--- DATA FOR ANALYSIS Enclosed Below ---

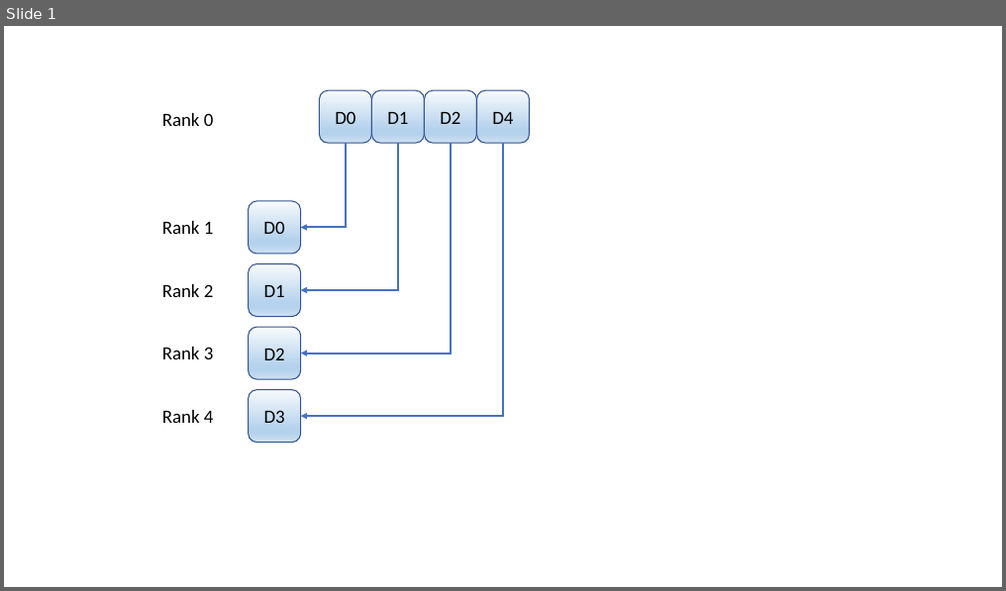
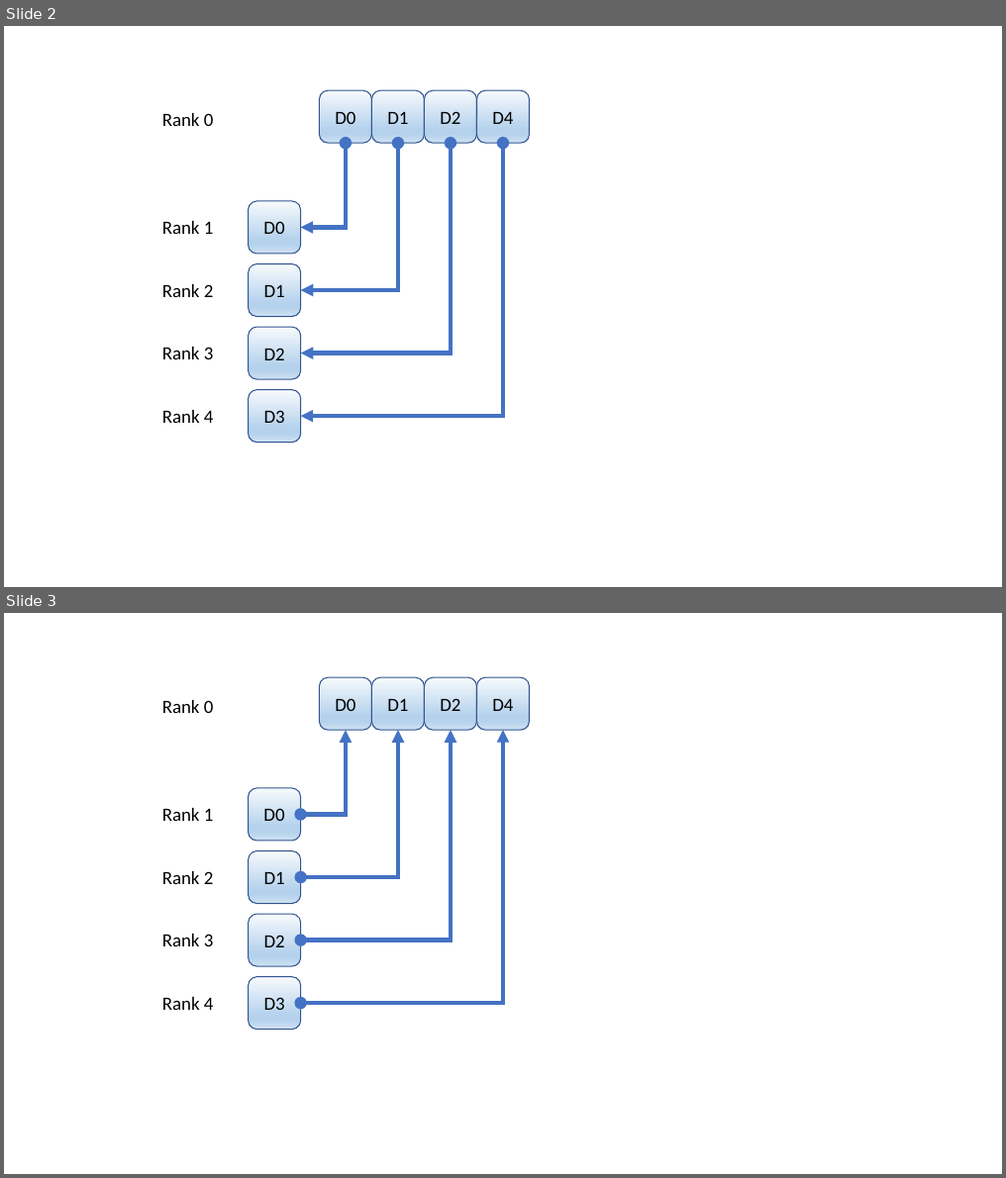
Before and after one commit to cloudmesh/cloudmesh-mpi, a slide deck: doc/images/mpi4py.pptx. Shown one above the other, each under a label of ours: slide 1 before the commit, slides 2 and 3 after it. The pictures are 1006x591 and 1006x1178 pixels, drawn with LibreOffice and Linux fonts; fonts in the diff are those of the drawing. Boxes give left, top, right and bottom in pixels: in the first picture for what was removed or moved away, otherwise in the second. Text is boxed around its words. In the diff, an @@ line names an element or a change of style, - is before the commit and + after.

```diff
--- a/doc/images/mpi4py.pptx
+++ b/doc/images/mpi4py.pptx
@@ slide 3 added at bbox=[4, 613, 1002, 1174], background #FFFFFF @@
@@ text added at bbox=[162, 700, 214, 713], 18 pt, text #000000 @@
+Rank 0
@@ rounded rectangle added at bbox=[319, 677, 371, 730], fill gradient #F7FAFD to #B5D2EC to #CEE1F2, outline #325491 1 pt, 18 pt, text #000000 @@
+D0
@@ rounded rectangle added at bbox=[371, 677, 424, 730], fill gradient #F7FAFD to #B5D2EC to #CEE1F2, outline #325491 1 pt, 18 pt, text #000000 @@
+D1
@@ rounded rectangle added at bbox=[424, 677, 476, 730], fill gradient #F7FAFD to #B5D2EC to #CEE1F2, outline #325491 1 pt, 18 pt, text #000000 @@
+D2
@@ rounded rectangle added at bbox=[477, 677, 530, 730], fill gradient #F7FAFD to #B5D2EC to #CEE1F2, outline #325491 1 pt, 18 pt, text #000000 @@
+D4
@@ elbow double arrow added from (346, 730) to (300, 814), #4472C4 4 pt @@
@@ elbow double arrow added from (398, 730) to (300, 877), #4472C4 4 pt @@
@@ elbow double arrow added from (450, 730) to (300, 940), #4472C4 4 pt @@
@@ elbow double arrow added from (503, 730) to (300, 1003), #4472C4 4 pt @@
@@ rounded rectangle added at bbox=[249, 788, 300, 841], fill gradient #F7FAFD to #B5D2EC to #CEE1F2, outline #325491 1 pt, 18 pt, text #000000 @@
+D0
@@ text added at bbox=[162, 808, 214, 821], 18 pt, text #000000 @@
+Rank 1
@@ text added at bbox=[162, 871, 214, 884], 18 pt, text #000000 @@
+Rank 2
@@ rounded rectangle added at bbox=[249, 851, 300, 903], fill gradient #F7FAFD to #B5D2EC to #CEE1F2, outline #325491 1 pt, 18 pt, text #000000 @@
+D1
@@ text added at bbox=[162, 934, 214, 947], 18 pt, text #000000 @@
+Rank 3
@@ rounded rectangle added at bbox=[249, 914, 300, 966], fill gradient #F7FAFD to #B5D2EC to #CEE1F2, outline #325491 1 pt, 18 pt, text #000000 @@
+D2
@@ text added at bbox=[162, 997, 214, 1010], 18 pt, text #000000 @@
+Rank 4
@@ rounded rectangle added at bbox=[249, 977, 300, 1029], fill gradient #F7FAFD to #B5D2EC to #CEE1F2, outline #325491 1 pt, 18 pt, text #000000 @@
+D3
@@ what was slide 1 is now slide 2 @@
@@ slide 2 changed as well @@
@@ elbow arrow (346, 143) - (300, 227): elbow arrow to elbow double arrow; stroke #4472C4 2 pt to #4472C4 4 pt @@
@@ elbow arrow (398, 143) - (300, 290): elbow arrow to elbow double arrow; stroke #4472C4 2 pt to #4472C4 4 pt @@
@@ elbow arrow (450, 143) - (300, 353): elbow arrow to elbow double arrow; stroke #4472C4 2 pt to #4472C4 4 pt @@
@@ elbow arrow (503, 143) - (300, 416): elbow arrow to elbow double arrow; stroke #4472C4 2 pt to #4472C4 4 pt @@
```
Also in this commit, not shown: 2 other slides added, 10 other files.

--- End of Enclosed DATA FOR ANALYSIS ---

* **YOUR TASK**: Extract the full listing exactly, with the pictures left out.

* **TASK RESPONSE**:
Before and after one commit to cloudmesh/cloudmesh-mpi, a slide deck: doc/images/mpi4py.pptx. Shown one above the other, each under a label of ours: slide 1 before the commit, slides 2 and 3 after it. The pictures are 1006x591 and 1006x1178 pixels, drawn with LibreOffice and Linux fonts; fonts in the diff are those of the drawing. Boxes give left, top, right and bottom in pixels: in the first picture for what was removed or moved away, otherwise in the second. Text is boxed around its words. In the diff, an @@ line names an element or a change of style, - is before the commit and + after.

```diff
--- a/doc/images/mpi4py.pptx
+++ b/doc/images/mpi4py.pptx
@@ slide 3 added at bbox=[4, 613, 1002, 1174], background #FFFFFF @@
@@ text added at bbox=[162, 700, 214, 713], 18 pt, text #000000 @@
+Rank 0
@@ rounded rectangle added at bbox=[319, 677, 371, 730], fill gradient #F7FAFD to #B5D2EC to #CEE1F2, outline #325491 1 pt, 18 pt, text #000000 @@
+D0
@@ rounded rectangle added at bbox=[371, 677, 424, 730], fill gradient #F7FAFD to #B5D2EC to #CEE1F2, outline #325491 1 pt, 18 pt, text #000000 @@
+D1
@@ rounded rectangle added at bbox=[424, 677, 476, 730], fill gradient #F7FAFD to #B5D2EC to #CEE1F2, outline #325491 1 pt, 18 pt, text #000000 @@
+D2
@@ rounded rectangle added at bbox=[477, 677, 530, 730], fill gradient #F7FAFD to #B5D2EC to #CEE1F2, outline #325491 1 pt, 18 pt, text #000000 @@
+D4
@@ elbow double arrow added from (346, 730) to (300, 814), #4472C4 4 pt @@
@@ elbow double arrow added from (398, 730) to (300, 877), #4472C4 4 pt @@
@@ elbow double arrow added from (450, 730) to (300, 940), #4472C4 4 pt @@
@@ elbow double arrow added from (503, 730) to (300, 1003), #4472C4 4 pt @@
@@ rounded rectangle added at bbox=[249, 788, 300, 841], fill gradient #F7FAFD to #B5D2EC to #CEE1F2, outline #325491 1 pt, 18 pt, text #000000 @@
+D0
@@ text added at bbox=[162, 808, 214, 821], 18 pt, text #000000 @@
+Rank 1
@@ text added at bbox=[162, 871, 214, 884], 18 pt, text #000000 @@
+Rank 2
@@ rounded rectangle added at bbox=[249, 851, 300, 903], fill gradient #F7FAFD to #B5D2EC to #CEE1F2, outline #325491 1 pt, 18 pt, text #000000 @@
+D1
@@ text added at bbox=[162, 934, 214, 947], 18 pt, text #000000 @@
+Rank 3
@@ rounded rectangle added at bbox=[249, 914, 300, 966], fill gradient #F7FAFD to #B5D2EC to #CEE1F2, outline #325491 1 pt, 18 pt, text #000000 @@
+D2
@@ text added at bbox=[162, 997, 214, 1010], 18 pt, text #000000 @@
+Rank 4
@@ rounded rectangle added at bbox=[249, 977, 300, 1029], fill gradient #F7FAFD to #B5D2EC to #CEE1F2, outline #325491 1 pt, 18 pt, text #000000 @@
+D3
@@ what was slide 1 is now slide 2 @@
@@ slide 2 changed as well @@
@@ elbow arrow (346, 143) - (300, 227): elbow arrow to elbow double arrow; stroke #4472C4 2 pt to #4472C4 4 pt @@
@@ elbow arrow (398, 143) - (300, 290): elbow arrow to elbow double arrow; stroke #4472C4 2 pt to #4472C4 4 pt @@
@@ elbow arrow (450, 143) - (300, 353): elbow arrow to elbow double arrow; stroke #4472C4 2 pt to #4472C4 4 pt @@
@@ elbow arrow (503, 143) - (300, 416): elbow arrow to elbow double arrow; stroke #4472C4 2 pt to #4472C4 4 pt @@
```
Also in this commit, not shown: 2 other slides added, 10 other files.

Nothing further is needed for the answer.